Using the cholesterol-fed rabbit as a model of atherosclerosis we have investigated some of the subcellular events that accompany atherogenesis. A method was developed for the isolation and one-step subcellular fractionation of smooth muscle cells, from normal and atheromatous aorta. Compared to control cells, atheromatous cells showed a striking increase in certain lysosomal enzymes (β-galactosidase, β-glucuronidase and cathepsin D) which parallelled the marked increase in their cholesterol content. Other lysosomal enzymes showed a smaller increase (N-acetyl-β-hexosaminidases, acid phosphatase, cholesterol esterase and triglyceride lipase).

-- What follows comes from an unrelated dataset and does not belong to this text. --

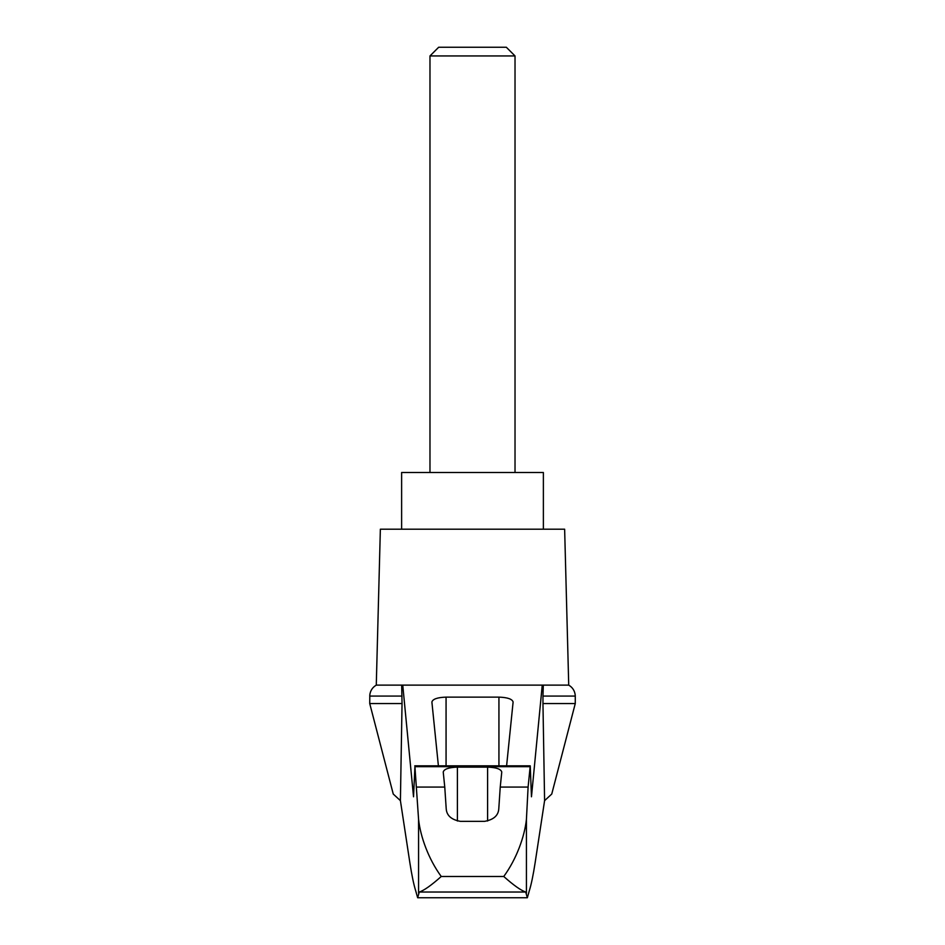 <?xml version="1.0" encoding="UTF-8"?>
<svg xmlns="http://www.w3.org/2000/svg" width="945" height="945" viewBox="0 0 945 945"><rect width="100%" height="100%" fill="white"/><g stroke="black" fill="none" stroke-linecap="round" stroke-linejoin="round"><path stroke-width="1.42" d="M575.269 703.553L575.269 696.075L542.962 696.075L542.962 703.553L575.269 703.553L551.75 794.048L544.592 800.639L535.13 862.773C533.216 875.129 531.291 884.425 529.342 890.662L527.345 897.75L525.715 892.021L419.285 892.021L417.655 897.75L415.658 890.662C413.709 884.425 411.784 875.129 409.87 862.773L400.408 800.639L393.25 794.048L369.731 703.553L369.814 694.811C370.416 690.547 372.566 687.31 376.275 685.125L402.747 685.125L413.532 796.789L414.926 766.69L418.576 819.445C420.419 836.526 428.392 858.934 441.244 876.487L503.756 876.487C516.62 858.887 524.546 836.644 526.424 819.445L528.101 787.079L500.236 787.079L498.771 809.05C498.216 815.653 493.503 819.752 484.596 821.347L460.404 821.347C451.545 819.787 446.82 815.689 446.229 809.05L444.764 787.079L416.899 787.079M400.408 800.639L402.038 703.553L369.731 703.553M542.962 703.553L544.592 800.639M401.696 685.125L402.038 703.553M528.101 787.079L530.239 765.828L531.468 796.789L542.253 685.125L402.747 685.125M487.951 685.125L457.049 685.125M438.397 765.828L431.889 702.005C432.751 699.052 437.476 697.422 446.064 697.126L498.936 697.126C507.524 697.422 512.249 699.052 513.111 702.005L506.603 765.828M444.764 787.079L443.229 772.018C444.091 769.053 448.816 767.423 457.404 767.127L487.596 767.127C496.184 767.423 500.909 769.053 501.771 772.018L500.236 787.079M525.715 892.021C521.014 890.509 513.69 885.335 503.756 876.487M527.345 897.75L417.655 897.75M515.025 55.944L506.331 47.25L438.669 47.25L429.975 55.944L515.025 55.944L515.025 472.5M429.975 55.944L429.975 472.5M543.375 529.2L543.375 472.5L401.625 472.5L401.625 529.2M402.038 696.075L369.731 696.075M419.285 892.021C423.986 890.509 431.31 885.335 441.244 876.487M542.962 696.075L543.304 685.125L542.253 685.125M575.269 696.075L575.186 694.811C574.584 690.547 572.434 687.31 568.725 685.125L543.304 685.125M568.725 685.125L564.637 529.2L380.362 529.2L376.275 685.125M418.576 893.06L418.576 819.445M530.074 766.69L414.926 766.69M526.424 893.06L526.424 819.445M446.064 697.126L446.064 765.828M498.936 697.126L498.936 765.828M457.404 767.127L457.404 821.016M487.596 767.127L487.596 821.016M414.76 765.828L530.239 765.828"/></g></svg>
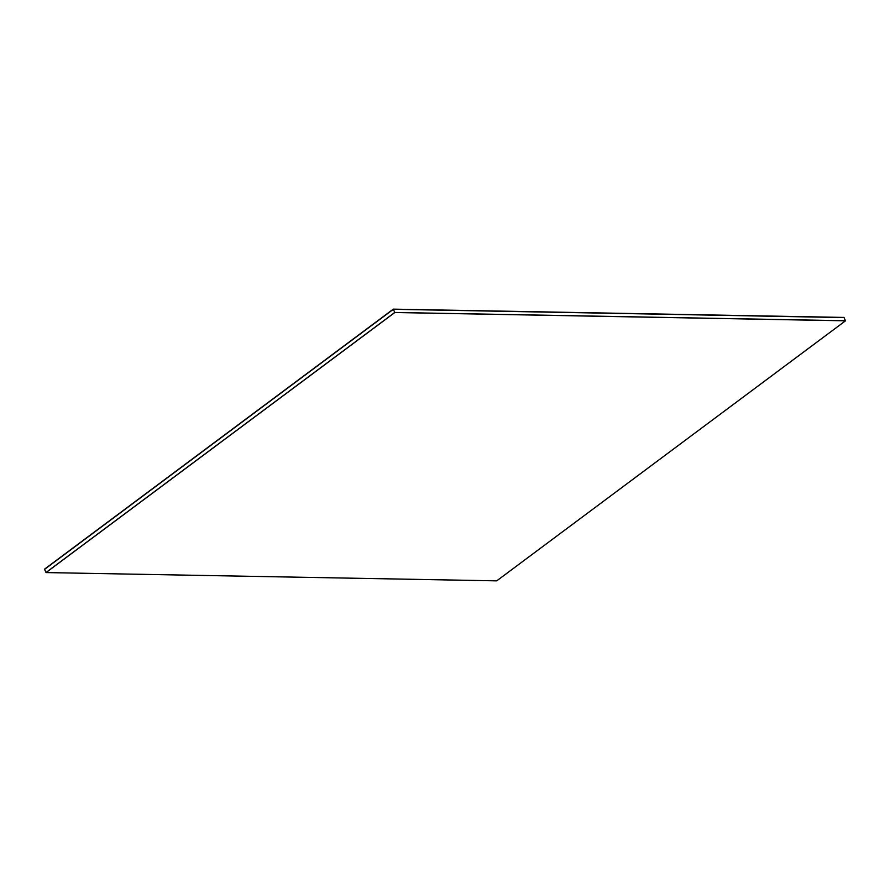 <?xml version="1.0" encoding="UTF-8"?>
<svg xmlns="http://www.w3.org/2000/svg" width="890" height="890" viewBox="0 0 890 890"><rect width="100%" height="100%" fill="white"/><g stroke="black" fill="none" stroke-linecap="round" stroke-linejoin="round"><path stroke-width="1.33" d="M844.043 317.585L845.467 320.745L844.043 317.585L393.347 309.297L44.567 569.344L46.002 572.504L44.567 569.344L393.347 309.297L394.782 312.457L393.347 309.297L844.043 317.585L393.28 309.142L44.5 569.188L393.28 309.142L844.043 317.585M46.002 572.504L394.782 312.457L845.467 320.745L394.782 312.457L46.002 572.504M44.567 569.344L393.347 309.297L44.567 569.344M843.965 317.43L393.28 309.142L843.965 317.43M845.5 320.812L496.72 580.859L46.035 572.57L394.782 312.457L845.5 320.812L394.815 312.524L46.035 572.57L496.72 580.859L845.5 320.812M845.467 320.745L394.782 312.457L845.467 320.745"/></g></svg>

Subcellular fractionation of cells from atheromatous tissue showed the presence of a second population of low-density lysosomes with a distinct enzyme content. Compared to lysosomes isolated from normal arteries, these low-density particles contained little acid phosphatase and cholesterol esterase but were relatively rich in N-acetyl-β-glucosaminidase, cathepsin D, β-galactosidase and triglyceride lipase. They also contained considerable amounts of cholesterol and cholesterol ester. In contrast, there were no changes in the specific activity or behaviour in sucrose density gradients of mitochondrial or plasma membrane marker enzymes.

The application of this isolation and fractionation technique to a sample of human aorta is described and the possible role of the lysosome in the atherosclerotic process is discussed.